We had to create our programs in FORTRAN, capture them on punched cards, and hand-carry the deck of cards to the guardians of the machine to be added to the run schedule at some indeterminate time in the future. The typical debug cycle (“Missing comma on line 2”) took a week to resolve, so the best we could hope for was get one simple program to work each semester. Creating a DSP program simply wouldn’t have been feasible, even if the students (or the lecturers) had a clue as to what the DSP acronym stood for.

More recently, I’ve observed the rise of artificial intelligence (AI), machine learning (ML), and deep learning (DL) (see also What the FAQ are AI, ANNs, ML, DL, and DNNs?). I’m amazed by what I hear about the high-end cloud-based AI systems created using tools like Google’s TensorFlow. I’ve also been blown away by machine-vision AI applications that can perform object detection and recognition. In addition to things like face detection, some systems can determine age, gender, and emotion (“There’s a 98% probability that 25-year-old man is not happy I’m looking at him!”)

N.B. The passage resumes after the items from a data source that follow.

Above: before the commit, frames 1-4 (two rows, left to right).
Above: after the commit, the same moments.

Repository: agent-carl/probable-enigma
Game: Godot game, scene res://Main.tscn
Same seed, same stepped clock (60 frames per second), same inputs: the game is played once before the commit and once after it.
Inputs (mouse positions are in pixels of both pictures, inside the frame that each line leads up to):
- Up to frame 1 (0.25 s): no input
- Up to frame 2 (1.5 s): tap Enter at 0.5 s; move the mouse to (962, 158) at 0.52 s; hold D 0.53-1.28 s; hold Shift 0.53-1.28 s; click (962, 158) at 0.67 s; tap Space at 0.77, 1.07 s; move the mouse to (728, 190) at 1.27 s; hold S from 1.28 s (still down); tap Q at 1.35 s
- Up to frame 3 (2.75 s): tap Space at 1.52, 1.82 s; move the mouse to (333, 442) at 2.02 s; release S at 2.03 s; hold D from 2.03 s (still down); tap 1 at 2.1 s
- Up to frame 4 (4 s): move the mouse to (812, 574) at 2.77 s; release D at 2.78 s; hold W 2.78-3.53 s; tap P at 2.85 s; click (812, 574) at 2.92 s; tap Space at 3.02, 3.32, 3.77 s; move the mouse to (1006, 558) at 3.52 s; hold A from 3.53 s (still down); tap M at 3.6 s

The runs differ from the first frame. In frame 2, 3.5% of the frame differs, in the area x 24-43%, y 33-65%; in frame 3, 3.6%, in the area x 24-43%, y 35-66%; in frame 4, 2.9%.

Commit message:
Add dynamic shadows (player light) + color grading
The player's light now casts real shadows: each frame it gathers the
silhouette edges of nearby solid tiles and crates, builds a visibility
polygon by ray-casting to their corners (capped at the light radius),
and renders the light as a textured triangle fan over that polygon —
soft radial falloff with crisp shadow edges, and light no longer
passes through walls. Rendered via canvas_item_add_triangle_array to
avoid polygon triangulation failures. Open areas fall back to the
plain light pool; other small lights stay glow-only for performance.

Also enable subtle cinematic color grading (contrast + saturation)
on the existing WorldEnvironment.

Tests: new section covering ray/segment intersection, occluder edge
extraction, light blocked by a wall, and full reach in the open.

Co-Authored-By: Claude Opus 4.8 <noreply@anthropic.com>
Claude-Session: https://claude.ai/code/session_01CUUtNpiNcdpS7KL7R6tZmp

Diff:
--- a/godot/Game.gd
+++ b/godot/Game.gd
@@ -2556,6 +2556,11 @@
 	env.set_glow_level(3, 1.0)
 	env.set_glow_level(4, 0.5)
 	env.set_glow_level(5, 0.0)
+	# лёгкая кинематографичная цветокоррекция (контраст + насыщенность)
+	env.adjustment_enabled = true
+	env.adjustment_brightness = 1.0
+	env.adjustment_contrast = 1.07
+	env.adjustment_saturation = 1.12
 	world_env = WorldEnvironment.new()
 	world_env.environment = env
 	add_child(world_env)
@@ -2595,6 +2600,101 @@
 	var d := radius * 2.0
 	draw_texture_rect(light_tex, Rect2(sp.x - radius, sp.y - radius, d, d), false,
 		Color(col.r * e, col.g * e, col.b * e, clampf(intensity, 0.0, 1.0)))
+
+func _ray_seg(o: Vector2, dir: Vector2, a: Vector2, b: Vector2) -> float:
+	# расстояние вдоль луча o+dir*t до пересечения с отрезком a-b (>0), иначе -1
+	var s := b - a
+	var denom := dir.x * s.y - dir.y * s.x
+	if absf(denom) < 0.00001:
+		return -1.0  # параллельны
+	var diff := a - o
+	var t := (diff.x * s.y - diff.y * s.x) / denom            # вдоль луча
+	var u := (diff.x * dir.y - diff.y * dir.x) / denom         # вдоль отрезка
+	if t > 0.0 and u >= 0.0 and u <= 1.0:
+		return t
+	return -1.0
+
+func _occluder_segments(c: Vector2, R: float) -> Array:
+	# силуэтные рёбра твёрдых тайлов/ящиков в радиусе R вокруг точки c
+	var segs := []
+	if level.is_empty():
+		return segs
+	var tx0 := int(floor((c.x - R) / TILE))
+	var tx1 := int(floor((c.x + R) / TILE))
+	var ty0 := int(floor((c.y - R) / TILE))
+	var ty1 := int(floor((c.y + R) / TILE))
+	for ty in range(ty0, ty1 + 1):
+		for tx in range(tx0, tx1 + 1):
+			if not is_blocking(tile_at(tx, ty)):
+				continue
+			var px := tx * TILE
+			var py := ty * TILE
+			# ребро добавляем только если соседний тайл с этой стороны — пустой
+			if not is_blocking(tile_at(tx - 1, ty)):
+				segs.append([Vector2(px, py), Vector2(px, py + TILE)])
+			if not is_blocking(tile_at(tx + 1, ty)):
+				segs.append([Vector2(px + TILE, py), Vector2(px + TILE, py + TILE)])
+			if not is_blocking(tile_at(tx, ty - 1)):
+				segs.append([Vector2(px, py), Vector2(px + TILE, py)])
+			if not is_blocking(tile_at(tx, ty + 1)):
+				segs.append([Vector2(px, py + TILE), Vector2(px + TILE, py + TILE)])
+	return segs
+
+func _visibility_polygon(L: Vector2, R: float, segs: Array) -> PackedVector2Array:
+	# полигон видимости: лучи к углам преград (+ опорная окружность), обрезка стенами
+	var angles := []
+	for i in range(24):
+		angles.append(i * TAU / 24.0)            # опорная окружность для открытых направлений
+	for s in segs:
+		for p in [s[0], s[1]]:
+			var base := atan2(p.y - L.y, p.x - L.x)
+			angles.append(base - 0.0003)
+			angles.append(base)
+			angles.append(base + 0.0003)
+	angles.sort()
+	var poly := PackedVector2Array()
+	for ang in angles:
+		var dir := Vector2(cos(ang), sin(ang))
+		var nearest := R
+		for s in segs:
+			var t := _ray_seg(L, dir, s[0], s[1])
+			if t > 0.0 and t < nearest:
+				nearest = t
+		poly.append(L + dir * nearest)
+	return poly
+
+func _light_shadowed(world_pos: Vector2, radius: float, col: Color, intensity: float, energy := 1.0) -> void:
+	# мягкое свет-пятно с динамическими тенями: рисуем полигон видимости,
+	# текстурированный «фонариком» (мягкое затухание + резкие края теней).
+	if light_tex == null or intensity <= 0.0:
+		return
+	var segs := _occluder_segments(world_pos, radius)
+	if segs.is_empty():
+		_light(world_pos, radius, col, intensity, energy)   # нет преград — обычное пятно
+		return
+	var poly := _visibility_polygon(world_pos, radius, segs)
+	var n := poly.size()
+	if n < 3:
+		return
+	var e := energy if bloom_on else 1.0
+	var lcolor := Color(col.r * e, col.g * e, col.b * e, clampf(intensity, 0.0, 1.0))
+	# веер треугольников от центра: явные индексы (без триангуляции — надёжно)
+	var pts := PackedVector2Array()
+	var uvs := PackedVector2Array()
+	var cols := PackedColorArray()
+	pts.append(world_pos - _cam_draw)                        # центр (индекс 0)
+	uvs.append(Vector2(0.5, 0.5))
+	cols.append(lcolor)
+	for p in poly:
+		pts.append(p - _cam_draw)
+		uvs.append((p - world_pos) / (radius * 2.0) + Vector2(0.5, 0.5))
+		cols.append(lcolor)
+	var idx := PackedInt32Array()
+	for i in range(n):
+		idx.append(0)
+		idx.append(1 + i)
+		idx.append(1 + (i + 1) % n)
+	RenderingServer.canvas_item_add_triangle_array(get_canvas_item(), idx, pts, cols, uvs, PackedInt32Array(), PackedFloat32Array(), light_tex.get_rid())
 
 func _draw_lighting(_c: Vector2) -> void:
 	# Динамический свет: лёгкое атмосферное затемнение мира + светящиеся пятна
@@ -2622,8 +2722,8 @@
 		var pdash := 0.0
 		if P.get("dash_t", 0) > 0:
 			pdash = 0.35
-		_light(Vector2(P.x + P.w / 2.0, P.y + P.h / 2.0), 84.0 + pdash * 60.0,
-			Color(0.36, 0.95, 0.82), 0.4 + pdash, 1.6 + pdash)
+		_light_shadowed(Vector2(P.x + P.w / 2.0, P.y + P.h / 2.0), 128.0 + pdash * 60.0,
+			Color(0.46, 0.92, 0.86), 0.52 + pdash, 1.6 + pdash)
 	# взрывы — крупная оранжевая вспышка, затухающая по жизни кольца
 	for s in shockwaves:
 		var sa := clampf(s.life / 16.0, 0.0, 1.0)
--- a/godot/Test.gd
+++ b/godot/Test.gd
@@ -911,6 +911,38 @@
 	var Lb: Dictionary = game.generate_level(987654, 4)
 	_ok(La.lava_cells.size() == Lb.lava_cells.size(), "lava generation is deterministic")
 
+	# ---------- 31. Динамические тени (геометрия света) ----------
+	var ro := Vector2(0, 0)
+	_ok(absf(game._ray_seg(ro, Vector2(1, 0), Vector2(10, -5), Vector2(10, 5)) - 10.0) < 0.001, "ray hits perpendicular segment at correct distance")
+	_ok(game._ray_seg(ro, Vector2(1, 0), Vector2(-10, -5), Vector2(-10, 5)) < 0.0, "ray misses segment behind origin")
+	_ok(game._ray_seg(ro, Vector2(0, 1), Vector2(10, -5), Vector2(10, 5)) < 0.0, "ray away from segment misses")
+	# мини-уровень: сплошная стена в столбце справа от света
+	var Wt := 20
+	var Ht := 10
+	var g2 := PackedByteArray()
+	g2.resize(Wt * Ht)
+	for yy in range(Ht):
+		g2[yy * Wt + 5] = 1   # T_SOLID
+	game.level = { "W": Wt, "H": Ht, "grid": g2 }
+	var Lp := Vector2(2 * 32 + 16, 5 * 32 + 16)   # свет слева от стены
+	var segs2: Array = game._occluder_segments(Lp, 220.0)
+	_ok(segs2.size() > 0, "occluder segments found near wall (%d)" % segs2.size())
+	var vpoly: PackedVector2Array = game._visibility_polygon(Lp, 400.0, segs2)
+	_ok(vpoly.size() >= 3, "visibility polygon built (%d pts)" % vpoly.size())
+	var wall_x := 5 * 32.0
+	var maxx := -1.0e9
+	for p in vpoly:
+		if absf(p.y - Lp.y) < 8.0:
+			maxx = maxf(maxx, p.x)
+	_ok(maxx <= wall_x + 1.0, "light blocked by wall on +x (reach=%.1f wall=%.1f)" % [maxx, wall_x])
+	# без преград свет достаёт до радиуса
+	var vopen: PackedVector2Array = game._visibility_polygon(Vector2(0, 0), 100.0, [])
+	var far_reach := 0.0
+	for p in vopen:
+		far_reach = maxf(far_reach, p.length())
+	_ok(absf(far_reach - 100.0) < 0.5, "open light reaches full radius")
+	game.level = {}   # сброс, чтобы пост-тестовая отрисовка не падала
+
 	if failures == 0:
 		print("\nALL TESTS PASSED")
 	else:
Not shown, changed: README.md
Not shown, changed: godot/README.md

I’ve also been interested to see the rise of new companies and devices that are especially targeted at AI applications. Just a couple of weeks ago, for example, a new company caller Perceive emerged from stealth mode. The folks at Perceive claim to have reinvented neural network mathematics using information theory, and they’ve created a chip called Ergo (which is a Latin word meaning “therefore”).

Ergo delivers over 4 TOPS peak performance at less than 1/10 watt peak power (Image source: Perceive)

Ergo delivers over 4 TOPS (Tera, or trillion, operations per second) peak performance at less than 1/10 watt peak power. I don’t care what anyone says, that’s a lot of TOPS.

Wading through the bumf, we discover that Ergo can run artificial neural networks (ANNs) with an excess of 100 million weights and a size exceeding 400 MB. Furthermore, it can run multiple networks concurrently, so one network can be detecting and identifying objects, another can be honing in on faces, while a third is processing sound.

Now, all of this is very exciting, but I fear that creating AI applications to run on something of Ergo’s caliber is beyond my humble capabilities. My first glimmering of hope was when I was exposed to the concept of the NanoEdge AI Studio from Cartesiam (see also Any Embedded Developer Can Create AI/ML Systems).

The idea here is that NanoEdge AI Studio starts by asking you a series of questions, including on what sort of processor you intend to run (choices are Arm Cortex M0, M0+, M3, M4, and M7), how much RAM you wish to devote to your AI/ML solution (it can generate solutions that require only 4K to 16K of RAM), and the number and types of sensors you wish to use. NanoEdge AI Studio then generates the AI model you integrate into your own code. Furthermore, it trains the model for you using real-world data from your sensors. How sweet is that?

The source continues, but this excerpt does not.